Rojali memijat perlahan seluruh tubuh Ratih, sembari memusatkan tenaga dalamnya ke titik-titik vital. Aliran energi hangat menyelimuti tubuh Ratih, hingga asap hitam pekat mulai keluar dari pori-porinya—racun yang perlahan terlepas.
“Ah…” Ratih mendesah pelan, asap hitam keluar dari mulutnya, disusul darah kental berwarna hitam. Keringat deras mengucur, tubuhnya gemetar, desahannya lirih menahan rasa sakit.
Yohana yang menunggu di luar mulai merasa kesal. Ia mondar-mandir gelisah, lalu menghela napas panjang.
“Kalian memang keterlaluan. Aku baru saja ditinggal nikah, tapi kalian malah bermesraan di dalam,” gumamnya dengan nada jengkel, meski ia tahu tak sepenuhnya benar.
Rojali keluar dari kamar dengan keringat mengucur deras di wajah dan lehernya. Nafasnya sedikit terengah, namun matanya tetap tajam dan waspada.
“Bos, tolong pinjamkan baju untuk istriku,” ucapnya singkat.
Yohana mendengus, lalu mengangkat alis. “Ah, kamu ini, Rojali. Teganya! Aku baru saja ditinggal nikah, masih jomblo dan galau, eh kalian malah bermesraan di rumahku,” gerutunya sambil menyerahkan handuk dan baju bersih. Meski kesal, ia seolah sudah mengerti apa yang dibutuhkan sahabatnya itu.
Rojali hanya menanggapinya dengan senyuman tipis. “Sudahlah, Bos. Nanti kita bahas semuanya, termasuk daftar pria perkasa yang kamu punya.”
Setelah itu, Rojali kembali masuk ke kamar. Beberapa menit kemudian, ia keluar dan duduk di ruang tamu bersama Yohana.

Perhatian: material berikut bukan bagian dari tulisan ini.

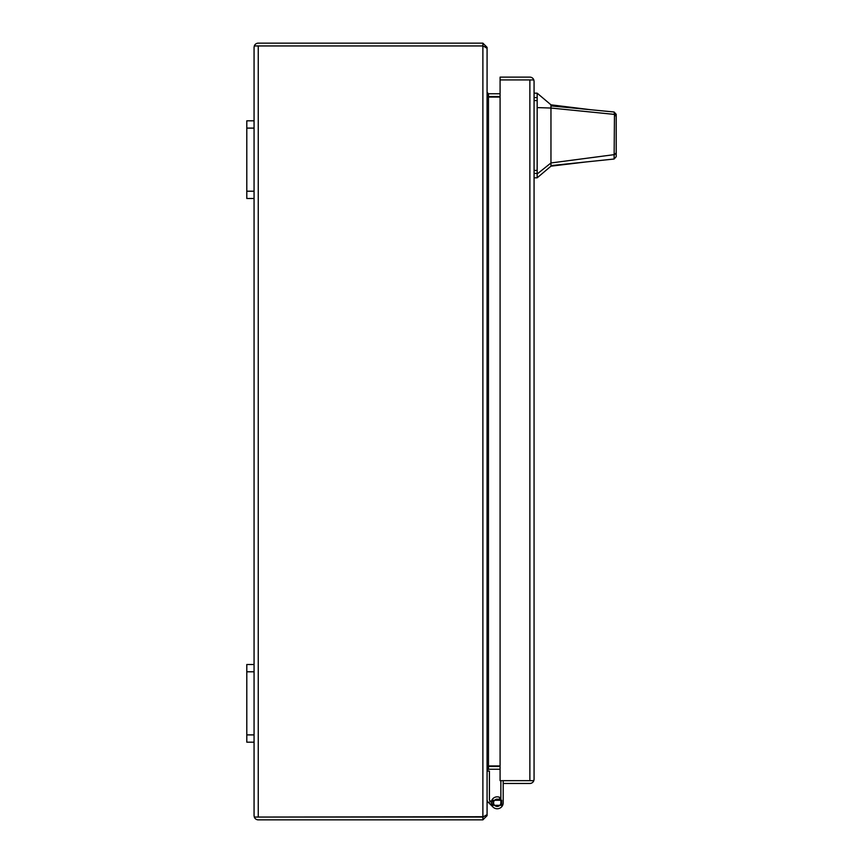<?xml version="1.0" encoding="UTF-8"?>
<svg xmlns="http://www.w3.org/2000/svg" width="863" height="863" viewBox="0 0 863 863"><rect width="100%" height="100%" fill="white"/><g stroke="black" fill="none" stroke-linecap="round" stroke-linejoin="round"><path stroke-width="1.29" d="M501.047 780.659A3.452 3.452 0 0 0 500.864 781.792L500.864 802.806A3.646 3.646 0 0 1 497.217 806.441A3.646 3.646 0 0 1 493.582 802.806A3.646 3.646 0 0 1 498.922 799.58L500.001 797.52A5.965 5.965 0 0 0 491.252 802.806A5.965 5.965 0 0 0 497.217 808.771A5.965 5.965 0 0 0 503.194 802.806L503.194 780.67L529.958 780.659M503.194 796.829L503.194 802.806M529.871 780.67L533.819 780.67L534.068 779.267L534.068 81.327L533.819 79.925L500.087 79.925L529.958 79.925M534.068 779.267L533.819 780.659L500.087 780.659L500.087 77.131L529.871 77.131A4.196 4.196 0 0 1 533.819 79.925L529.871 79.925L529.871 780.659M534.068 81.327L533.819 79.925M533.819 780.67A4.196 4.196 0 0 1 529.871 783.464L503.194 783.464M486.203 815.654L487.077 815.654L482.881 819.85L258.253 819.85A4.196 4.196 0 0 1 254.305 817.056L254.067 815.654L254.305 817.056L258.166 817.056M258.166 45.944L482.881 45.944L254.305 45.944L254.067 47.346L254.305 45.944L258.253 45.944L258.253 817.056L483.787 816.722L482.881 817.056L482.881 819.85M254.305 817.056L482.881 817.056L487.077 814.65L487.077 48.35L483.787 46.278M254.305 45.944A4.196 4.196 0 0 1 258.253 43.15L482.881 43.15L482.881 817.056M254.067 47.346L254.067 120.82L246.796 120.82L246.796 198.49L254.067 198.49L254.067 664.51L246.796 664.51L246.796 742.18L254.067 742.18L254.067 815.654M482.881 43.15L487.077 47.346L486.203 47.346M487.077 815.654L487.077 770.648L488.469 769.246L488.469 766.452L500.087 766.452M487.077 93.053L488.469 97.066L488.469 765.934L487.746 766.517L488.469 766.452M500.087 97.066L488.469 97.066L487.746 96.483L488.469 96.548L488.469 93.754L487.077 92.352L487.077 47.346M500.087 765.934L488.469 765.934L487.077 769.947M488.469 96.548L500.087 96.548M500.087 769.246L488.469 769.246M488.469 93.754L500.087 93.754M550.961 104.822L550.961 105.901L591.101 109.774L550.961 104.822L537.174 93.182L537.164 177.821L550.961 166.171L550.961 162.967L537.174 173.981M616.204 135.502C616.204 153.031 616.204 153.031 616.204 135.502C616.204 117.972 616.204 117.972 616.204 135.502M591.101 109.774L614.1 111.996L616.204 114.315L616.204 152.816L614.564 154.596L550.961 162.967L550.961 108.037L614.467 114.401L614.1 111.996M616.204 149.094L616.204 156.699L614.111 159.019L550.95 165.61M550.961 124.089L550.961 120.237M616.204 115.189L616.204 117.098M550.961 105.901L550.961 108.037L537.174 107.595M614.111 159.019L614.467 114.401L616.204 116.44M616.204 156.699L616.204 152.816M493 807.024L488.771 802.806L490.421 801.155L489.731 800.465A1.122 1.122 0 0 1 489.407 799.667L489.407 771.112L487.077 771.112M487.077 799.667A3.452 3.452 0 0 0 488.08 802.115L488.771 802.806M491.295 802.029L490.421 801.155M500.001 797.52A5.965 5.965 0 0 1 500.864 798.07M499.041 799.354L500.864 799.915M501.683 805.33L501.683 800.281L492.751 800.281L492.751 805.33L501.683 805.33M254.067 198.49L254.067 191.208L246.796 191.208M246.796 128.102L254.067 128.102L254.067 191.208M254.067 128.102L254.067 120.82M254.067 742.18L254.067 734.898L246.796 734.898M246.796 671.792L254.067 671.792L254.067 734.898M254.067 671.792L254.067 664.51M534.068 170.399L537.174 170.399M537.174 100.593L534.068 100.593M537.174 97.573L534.068 97.573M537.174 173.42L534.068 173.42M586.063 161.942L550.961 166.171M537.174 93.172L534.068 93.172M537.164 177.821L534.068 177.821"/></g></svg>

“Sebenarnya, apa yang terjadi, Rojali?” tanya Yohana serius, kali ini dengan nada cemas.
Rojali pun menceritakan secara singkat kekacauan yang terjadi di kediaman keluarga Lesmana.
Mata Yohana langsung membelalak. “Rojali, kamu sudah mengguncang negara ini! Kekacauan besar pasti menyusul. Kita harus pergi… sebaiknya ke luar negeri sebelum segalanya meledak!” ucapnya panik.